I found the whole thing depressing.  I have always voted (even though it was usually futile).  I wanted politics to matter to people.  I even did a degree in Politics.  Brandt’s call to no arms seemed, along with the popularity of UKIP and BREXIT, to represent the widespread rejection of the very people who should be making things better, but who are commonly seen to be making things worse.  While they line their own pockets.

Could it get any worse?  Sadly yes.  When I worked in the energy business, it rapidly became apparent that public policy simply wasn’t addressing any of the issues of the day. Two huge issues faced the energy policymakers over the last twenty years.  How to replace the energy generation which is due for decommissioning and how to shift from coal-dominated power generation to a more sustainable mix.  Neither was addressed, even though everyone in the industry knew the issues.  In the meantime the political rhetoric (remember “the greenest government ever”?) simply misled us.

Now I work in healthcare and tragically the same seems to be true.  The pronouncements of policy makers (“economies from efficiency savings”? What again?) bear no relation to what we hear from the professionals in the NHS.  There’s either a kind of mass denial going on or a deep dishonesty.  And as for the posturing around the Junior Doctors’ dispute, I’m afraid truth was the first casualty.

The issue du jour, as I write, is the Panama papers.  The wealthy are avoiding tax by hiding their assets in tax havens – didn’t we already know this?  In the wake of Starbucksgate and Amazongate and (insert your own tax-avoiding multinational-gate here…) the UK Government promised to lead the charge against tax havens.  Now it seems they had their own trust funds in Panama all along.  Dust off that old photo of the Bullingdon Club, with Cameron, Osborne and Boris looking like posh twats.

Sadly, in those policy areas I know a bit about – and some I don’t – I see those charged with making it work simply ignoring the issues and fighting their own turf battles.  Should I assume that the same is true in every other policy area?

The only thing more depressing than the sheer hypocrisy of this is the fact that we’re only learning about it because of the PR tactics of their political opponents in the BREXIT campaign.
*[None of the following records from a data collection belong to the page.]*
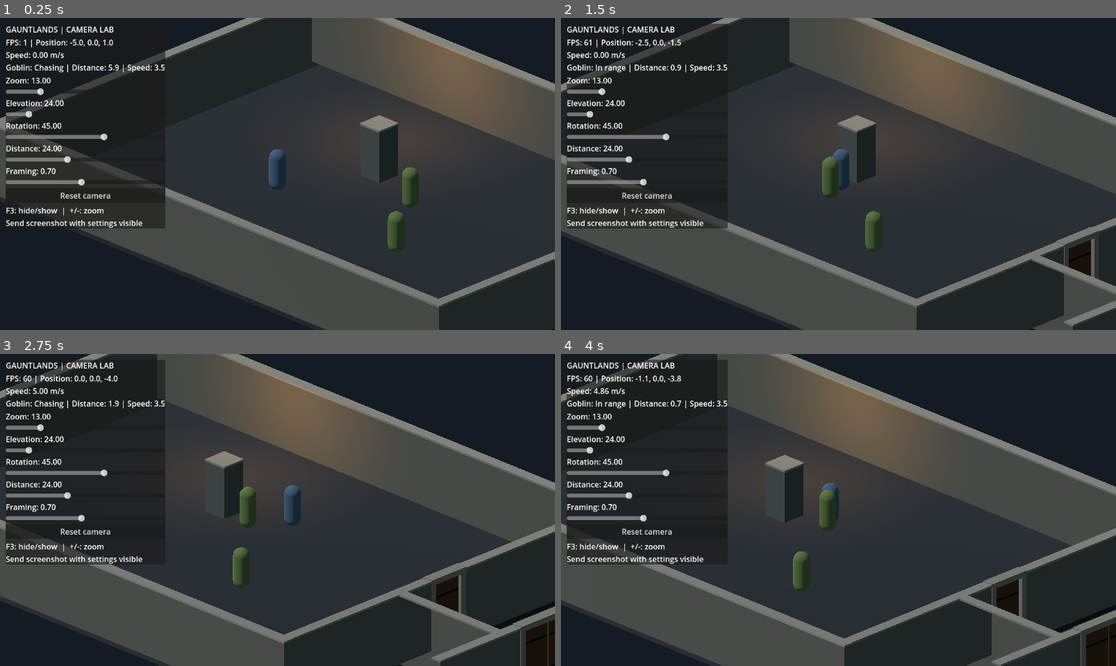
Above: before the commit, frames 1-4 (two rows, left to right).
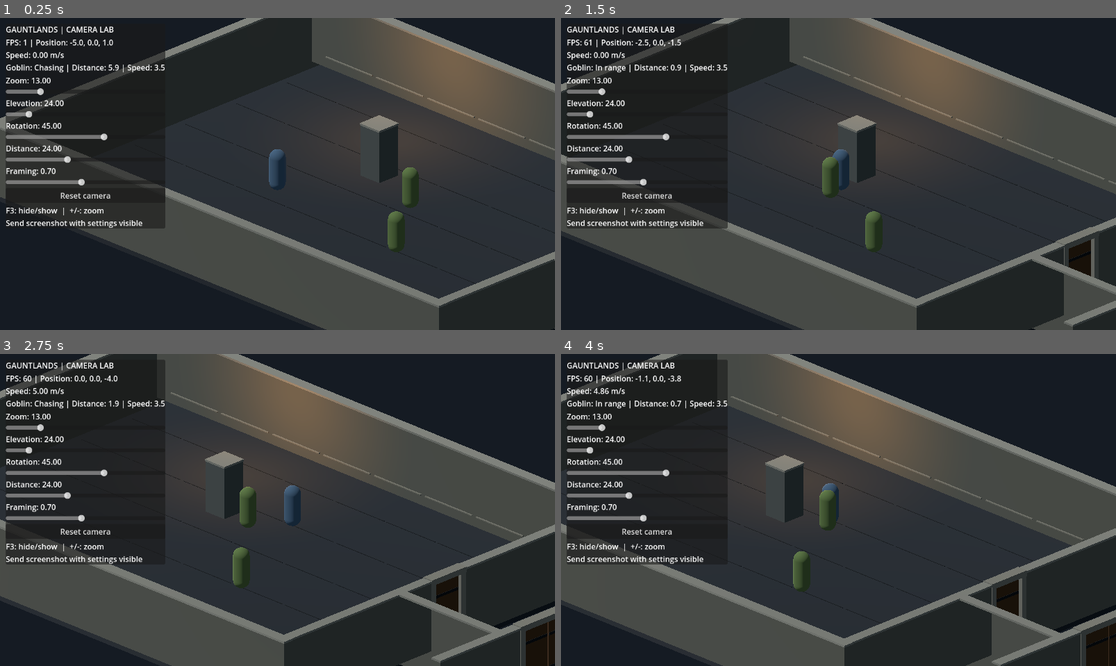
Above: after the commit, the same moments.

Repository: Jonty303/Project-Gauntlands
Game: Godot game, scene res://scenes/experiment_25d.tscn
The game is run twice, just before and just after one commit, with the same random seed, the same clock (stepped at 60 frames per second) and the same inputs. This scene is started directly instead of the project's main scene.
Inputs (mouse positions are in pixels of both pictures, inside the frame that each line leads up to):
- Up to frame 1 (0.25 s): no input
- Up to frame 2 (1.5 s): tap Enter (ui_accept) at 0.5, 0.77 s; move the mouse to (960, 158) at 0.52 s; hold D (move_right) 0.53-1.25 s; hold Space (attack) 0.53-1.25 s; click (960, 158) at 0.67 s; drag from (727, 189) to (810, 236) at 1.27 s
- Up to frame 3 (2.75 s): move the mouse to (333, 441) at 2.02 s; hold D (move_right) from 2.03 s (still down); tap Q (target_previous) at 2.1 s
- Up to frame 4 (4 s): release D (move_right) at 2.75 s; drag from (810, 572) to (672, 463) at 2.77 s; move the mouse to (1005, 556) at 3.52 s; hold A (move_left) from 3.53 s (still down); hold Space (attack) from 3.53 s (still down); tap Enter (ui_accept) at 3.77 s

The runs differ from the first frame. In frame 1, 0.3% of the frame differs, in the area x 34-100%, y 12-70%; in frame 2, 0.3%, in the area x 31-100%, y 12-72%; in frame 3, 0.3%; in frame 4, 0.3%.

Commit message:
Add simple stone floor joints, wall courses and brazier dressing

Diff:
--- a/scripts/experiment_25d.gd
+++ b/scripts/experiment_25d.gd
@@ -48,6 +48,7 @@
     _make_box("SecondEast", Vector3(30,1.55,0), Vector3(0.45,WALL_HEIGHT,13), Color("#77796f"))
     _setup_room_concealment()
     _make_box("Pillar", Vector3(-3,1.15,-3), Vector3(1.1,2.3,1.1), Color("#666d6c"))
+    _decorate_start_room()
     hero = _make_actor("Hero", Vector3(-5,0,1), Color("#587b9c"))
     for position in [Vector3(1,0,-2),Vector3(3,0,2),Vector3(24,0,0)]:
         goblins.append(_make_actor("Goblin",position,Color("#769557")))
@@ -83,6 +84,18 @@
     torch.light_energy = 2.2
     torch.omni_range = 8.0
     add_child(torch)
+
+func _decorate_start_room() -> void:
+    # Low-profile stone courses give the room a first masonry treatment.
+    for x in range(-11, 12, 3):
+        _make_box("NorthStoneCourse", Vector3(float(x), 0.5, -9.22), Vector3(2.75, 0.045, 0.07), Color("#969588"), false)
+        _make_box("SouthStoneCourse", Vector3(float(x), 0.5, 9.22), Vector3(2.75, 0.045, 0.07), Color("#969588"), false)
+    for x in range(-11, 12, 3):
+        for z in range(-7, 8, 3):
+            _make_box("FloorJoint", Vector3(float(x), 0.005, float(z)), Vector3(2.85, 0.012, 0.035), Color("#22282d"), false)
+    # A small stone plinth and an iron brazier beside the first doorway.
+    _make_box("BrazierPlinth", Vector3(10.6,0.24,-3.0), Vector3(0.9,0.48,0.9), Color("#66675f"))
+    _make_box("BrazierBowl", Vector3(10.6,0.58,-3.0), Vector3(0.7,0.2,0.7), Color("#292a29"), false)
 
 func _physics_process(delta: float) -> void:
     var direction := Input.get_vector("move_left","move_right","move_up","move_down")

It made me think of the advertising campaign for the Camelot lottery.  We see common hate figures like Katy Bigot-whatsername and Laurence Llewelin-Flounce-a-lot and we’re urged to play the lottery – so they won’t win.  “Don’t let it be him”.  Weird but memorable.

I want someone to do some proper politics, please don’t let it be Brandt.

But, much as I want to dismiss Russell Brandt and the others who are asking us to reject our political leaders, tragically they do have a point.  This is how Jeremy Corbyn won the support of millions of disillusioned voters who want Labour to be the answer.

 

I wish. But sadly I don’t think it’s likely to be him, either.